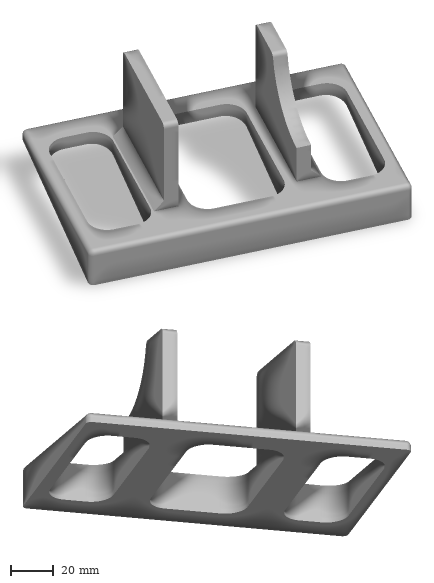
import cadquery as cq

BASE_WIDTH = 100.0
BASE_LENGTH = 160.0
THIN_EDGE = 5.0
THICK_EDGE = 20.0
EDGE_RADIUS = 2.5

WINDOW_WIDTH = 73.8
WINDOW_RADIUS = 10.0
MIDDLE_WINDOW_LENGTH = 47.7
END_WINDOW_LENGTH = 31.2
END_WINDOW_MARGIN = 6.5

WALL_WIDTH = 60.0
WALL_HEIGHT = 50.0
WALL_THICKNESS = 7.2
WALL_GAP = 58.4
BEVEL = 5.0

SCOOP_RADIUS = 35.0
SCOOP_CENTRE_RISE = 5.0

WALL_TOP = THICK_EDGE + WALL_HEIGHT


def make_base():
    half_width = BASE_WIDTH / 2
    profile = [
        (-half_width, THICK_EDGE),
        (half_width, THICK_EDGE),
        (half_width, 0),
        (-half_width, THICK_EDGE - THIN_EDGE),
    ]
    wedge = cq.Workplane("XZ").polyline(profile).close().extrude(BASE_LENGTH / 2, both=True)
    return wedge.edges("|Z").fillet(EDGE_RADIUS).faces(">Z").edges().fillet(EDGE_RADIUS)


def make_window(length, y_centre):
    window = cq.Workplane("XY").center(0, y_centre).rect(WINDOW_WIDTH, length).extrude(THICK_EDGE)
    return window.edges("|Z").fillet(WINDOW_RADIUS)


def make_wall():
    """The full-height +Y wall with its bevelled foot, top corners still sharp."""
    inner = WALL_GAP / 2
    outer = inner + WALL_THICKNESS
    profile = [
        (inner, THICK_EDGE),
        (inner, WALL_TOP),
        (outer, WALL_TOP),
        (outer, THICK_EDGE + BEVEL),
        (outer + BEVEL, THICK_EDGE),
    ]
    return cq.Workplane("YZ").polyline(profile).close().extrude(WALL_WIDTH / 2, both=True)


def round_top_corners(wall):
    return wall.faces(">Z").edges("|Y").fillet(EDGE_RADIUS)


def cut_scoop(wall):
    scoop = (
        cq.Workplane("XZ")
        .center(WALL_WIDTH / 2, WALL_TOP + SCOOP_CENTRE_RISE)
        .circle(SCOOP_RADIUS)
        .extrude(-BASE_LENGTH / 2)
    )
    return wall.cut(scoop)


base = make_base()
end_window_y = BASE_LENGTH / 2 - END_WINDOW_MARGIN - END_WINDOW_LENGTH / 2
base = base.cut(make_window(MIDDLE_WINDOW_LENGTH, 0))
for side in (-1, 1):
    base = base.cut(make_window(END_WINDOW_LENGTH, side * end_window_y))

plain_wall = round_top_corners(make_wall().mirror("XZ"))
scooped_wall = round_top_corners(cut_scoop(make_wall()))

result = base.union(plain_wall).union(scooped_wall)

::::

** WORK INSTRUCTION **
The lines that mention the word "inner" should be pulled from the records above.

** EXPECTED OUTPUT **
    inner = WALL_GAP / 2
    outer = inner + WALL_THICKNESS
        (inner, THICK_EDGE),
        (inner, WALL_TOP),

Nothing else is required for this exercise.